Adaptive Cycling: Is Enough Being Done?
Cycling numbers have exploded by almost 20% since the pandemic and many newcomers to the activity are making the most of the benefits of active travel, as well as of new measures like the Government-designated, bicycle-friendly Low Traffic Neighbourhoods.
While this a promising trend, safety still remains a significant issue and we have mentioned previously the problems that have befallen schemes like the LTNs. However, there are other large barriers that are worth highlighting. Back in December, we illuminated the relative disparity between white and minority citizens because of structural problems in the promotion of cycling in the community. Today we are delving into other areas where British cycling is coming up short, particularly amongst adaptive cyclists.
For those who use tandems, handcycles, trikes, etc., the current cycle lane infrastructure, while having greatly expanded over the past few years, is still designed with conventional bicycles in mind. For example, where lanes have physical barriers (to control livestock and stop motorbikes riding down them), these prevent adaptive cyclists from using them, putting limits on where they can go, explore and exercise. Neither are they conducive to social distancing or a particularly inviting installation.
But it’s not just cycle paths which pose a problem. Access to adaptive cycles is also challenging, as typically these are expensive, costing anywhere from £500 to £5,000, and are often not readily available to try out. In 2019 the Government tried to address this by publishing new guidance on the Cycle to Work scheme, which removed the £1,000 cap to make it easier for people to access adaptive cycles and e-cycles. However, removing the loan cap is not the whole solution as there other concerns, like training, storage and people to ride with, with adaptive cycles still seen as a bit of a novelty.

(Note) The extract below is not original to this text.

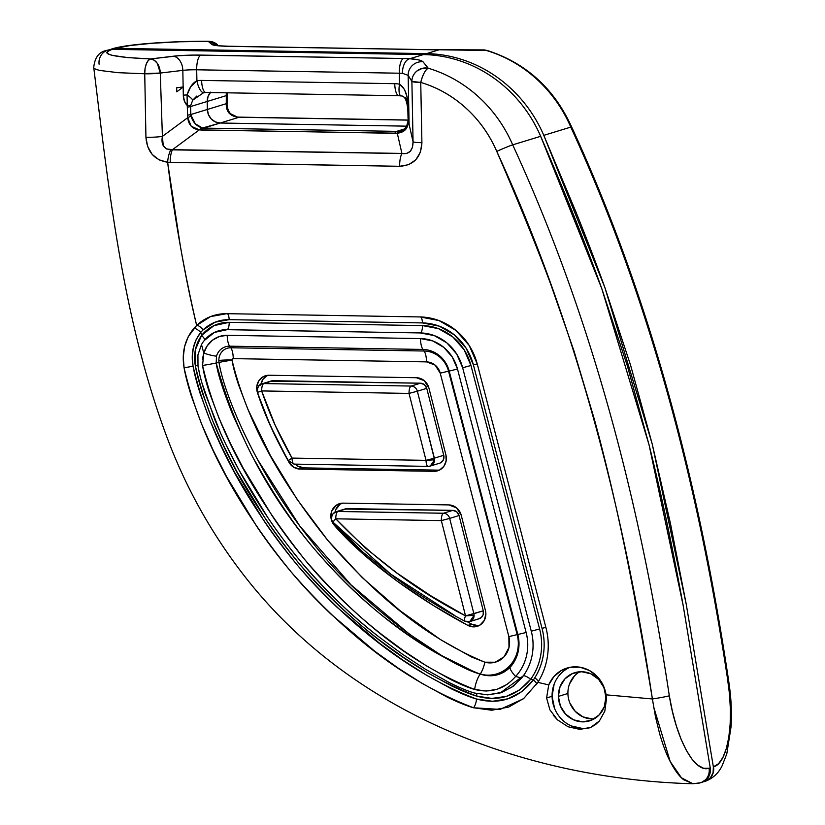 <?xml version="1.0" encoding="UTF-8"?>
<svg xmlns="http://www.w3.org/2000/svg" width="825" height="825" viewBox="0 0 825 825"><rect width="100%" height="100%" fill="white"/><g stroke="black" fill="none" stroke-linecap="round" stroke-linejoin="round"><path stroke-width="1.24" d="M215.933 43.519L217.284 44.55A13.406 13.252 130.9 0 0 208.22 41.322L213.335 42.178M209.272 41.807L211.808 44.437L213.685 45.138L222.884 46.128L432.094 49.768A26.812 2.712 -1.1 0 0 439.106 49.778L426.546 53.625L115.665 48.386L130.133 45.53L152.305 43.261L179.479 41.797L208.22 41.322A13.406 2.723 -89.9 0 1 208.529 41.25C168.527 41.157 126.122 44.292 112.179 48.85A13.406 12.561 73 0 1 115.84 48.335A13.406 12.561 -107 0 0 112.19 48.84M400.61 130.773L396.701 131.361L203.589 128.112L220.254 123.018L406.869 126.163L220.254 123.018L406.869 126.163L220.254 123.018L215.397 121.914L211.241 118.955L208.426 114.582L207.364 109.467L207.209 101.465L208.075 96.381L210.726 92.101L208.075 96.381L207.209 101.465L226.308 95.628L226.267 103.692L207.364 109.467L207.209 101.465A13.406 12.561 73 0 1 210.344 92.534A13.406 12.561 -107 0 0 207.209 101.465L207.364 109.467L226.267 103.692L228.907 112.953L237.765 117.212L408.303 120.12L239.064 117.263L220.254 123.018L239.064 117.263A13.406 4.476 -89 0 1 239.549 117.191A13.406 4.476 91 0 0 239.064 117.263L237.765 117.212A13.406 1.794 -84.8 0 1 238.013 117.109A13.406 1.794 95.2 0 0 237.765 117.212C229.876 115.974 226.04 111.468 226.267 103.692A13.406 1.372 3.1 0 1 227.019 104.187A13.406 1.372 -176.9 0 0 226.267 103.692L226.432 101.784L227.184 102.475L226.432 101.784L227.184 102.475L226.432 101.784L226.308 95.628L190.544 106.559A13.406 1.361 178.9 0 1 187.306 107.137L187.708 117.686L191.214 126.246L199.299 129.865L201.661 130.061L397.289 133.196L405.766 129.391L408.323 120.017L408.045 118.315L408.272 119.749A13.406 4.032 -5.4 0 0 408.323 120.017L409.097 124.379L408.148 75.364L411.892 81.458L413.057 141.735A13.406 1.361 -1.1 0 0 421.905 142.694L420.74 82.418A13.406 1.361 178.9 0 1 411.892 81.458L413.057 141.735C412.964 150.501 409.252 154.43 401.93 153.532A13.406 4.476 91 0 0 399.651 166.289C413.676 165.371 421.101 157.513 421.905 142.694A13.406 1.361 178.9 0 1 413.057 141.735L409.097 124.379L413.057 141.735L412.49 147.242L410.252 151.326L406.581 153.502L172.507 149.665A13.406 4.476 91 0 0 170.228 162.422L399.651 166.289A13.406 4.476 -89 0 1 401.93 153.532L397.289 133.196L401.93 153.532L170.858 149.83A13.406 4.311 96.9 0 0 167.619 162.247L170.228 162.422A13.406 4.476 -89 0 1 172.507 149.665L199.299 129.865L172.507 149.665L166.299 148.923L163.237 145.592L162.401 136.393L187.708 117.686L162.401 136.393L160.277 73.054L157.348 63.391L154.244 60.246L150.624 58.926L148.294 60.442L146.355 63.762L145.107 68.382L144.736 73.58L160.277 73.054L182.83 70.372L183.15 86.976A13.406 1.361 178.9 0 1 183.233 86.976A13.406 1.361 -1.1 0 0 183.15 86.976L176.674 87.749L176.756 91.843L183.15 87.027L183.305 95.226L184.418 101.155L187.347 105.569L187.461 115.139A13.406 1.361 -1.1 0 0 190.699 114.562L190.585 105.775L187.347 105.569C184.79 103.135 183.449 99.681 183.305 95.226A13.406 1.361 178.9 0 1 187.069 94.885L187.306 107.137A13.406 1.361 -1.1 0 0 190.544 106.559L207.209 101.465L207.364 109.467L190.699 114.562A13.406 1.361 178.9 0 1 187.461 115.139L187.708 117.686C188.574 124.987 192.431 129.04 199.299 129.865L394.762 133.31A13.406 4.476 -89 0 1 396.701 131.361L203.589 128.112A13.406 4.476 91 0 0 201.661 130.061A13.406 4.476 -89 0 1 203.589 128.112L202.455 127.999A13.406 6.672 98.6 0 0 199.299 129.865A13.406 6.672 -81.4 0 1 202.455 127.999C196.814 126.462 192.947 122.399 190.864 115.82A13.406 3.341 169.7 0 1 187.708 117.686A13.406 3.341 -10.3 0 0 190.864 115.82L190.585 105.775L192.761 100.134A13.406 2.197 -148.2 0 0 187.069 94.885A13.406 1.361 -1.1 0 0 183.305 95.226L183.233 86.976L176.756 91.843L176.674 87.749L183.15 86.976L182.83 70.372A13.406 1.361 178.9 0 1 196.69 69.795L196.907 80.809L190.668 86.8L187.069 94.885A13.406 2.197 31.8 0 1 192.761 100.134L203.682 92.648M451.12 49.882L439.106 49.778L426.546 53.625A134.062 125.658 73 0 1 543.799 135.352L570.787 127.102A134.062 125.658 -107 0 0 486.338 50.469L451.12 49.882M543.799 135.352L570.787 127.102C651.111 301.537 698.857 488.668 727.413 678.016L729.455 693.753L730.393 709.273L730.177 723.876L728.815 737.168L726.371 748.461L722.917 757.433L718.596 763.641L713.367 766.899L686.266 604.374L652.204 443.953L604.88 287.564L543.799 135.352C538.643 123.399 532.001 112.427 523.875 102.403C515.749 92.39 506.488 83.758 496.073 76.498C485.667 69.238 474.54 63.669 462.701 59.771C450.873 55.883 438.817 53.831 426.546 53.625L115.84 48.335C128.246 44.323 170.084 41.178 208.22 41.322L211.808 44.437A13.406 13.252 -49.1 0 1 217.398 45.488A13.406 13.252 130.9 0 0 211.808 44.437A26.812 2.712 -1.1 0 0 229.505 46.355L432.094 49.768A26.812 2.712 -1.1 0 0 439.106 49.778L486.338 50.469A134.062 125.658 73 0 1 570.787 127.102A13.406 0.557 -23.4 0 1 571.632 126.947A13.406 0.557 156.6 0 0 570.787 127.102C651.111 301.537 698.857 488.668 727.413 678.016C734.776 720.73 728.238 763.156 713.542 766.848L713.367 766.899A13.406 12.561 73 0 1 704.818 781.45A13.406 12.561 73 0 1 703.22 781.822L706.231 780.914L710.552 777.593L713.089 772.623L713.367 766.899L686.266 604.374L670.508 523.782L652.204 443.953L630.568 365.145L604.88 287.564C596.248 263.577 586.482 238.074 575.572 211.087L543.799 135.352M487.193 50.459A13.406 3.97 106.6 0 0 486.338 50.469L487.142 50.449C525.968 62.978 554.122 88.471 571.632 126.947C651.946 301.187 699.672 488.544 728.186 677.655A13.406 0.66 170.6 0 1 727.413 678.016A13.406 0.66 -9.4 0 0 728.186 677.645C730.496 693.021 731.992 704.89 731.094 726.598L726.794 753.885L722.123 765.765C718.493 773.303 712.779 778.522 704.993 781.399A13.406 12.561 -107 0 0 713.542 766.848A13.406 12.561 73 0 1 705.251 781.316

Thankfully, there are initiatives in place to tackle these issues of accessibility. For example, Sustrans’s Paths for Everyone, looks to remove physical barriers on sections of cycle paths, having already removed over 300 barriers as well as improving road surface quality. Likewise, Wheels for All, also known as Cycling Projects, looks to promote inclusive cycling through a range of community engagement programmes which give people the chance to cycle on a regular basis, and We Ride Together promotes people accompanying others on rides to share their passion for cycling and create a more inclusive environment.
Indeed, as bikes in general become a more popular method of transport and the demand for more cycle lanes increases, the expansion of infrastructure will naturally begin to accommodate for adaptive bikes. Furthermore, with the rise of electric bikes, electrically-assisted handcycles are another tool for improving inclusivity, making it far easier for those with difficulties to explore wild and remote places that they otherwise might not be able to get to, and to keep up with other cyclists, such as this ARCC customer with their pod-equipped recumbent.
There is clearly more work to be done to make cycling more inclusive, but initiatives such as those above are helping the industry to move in the right direction.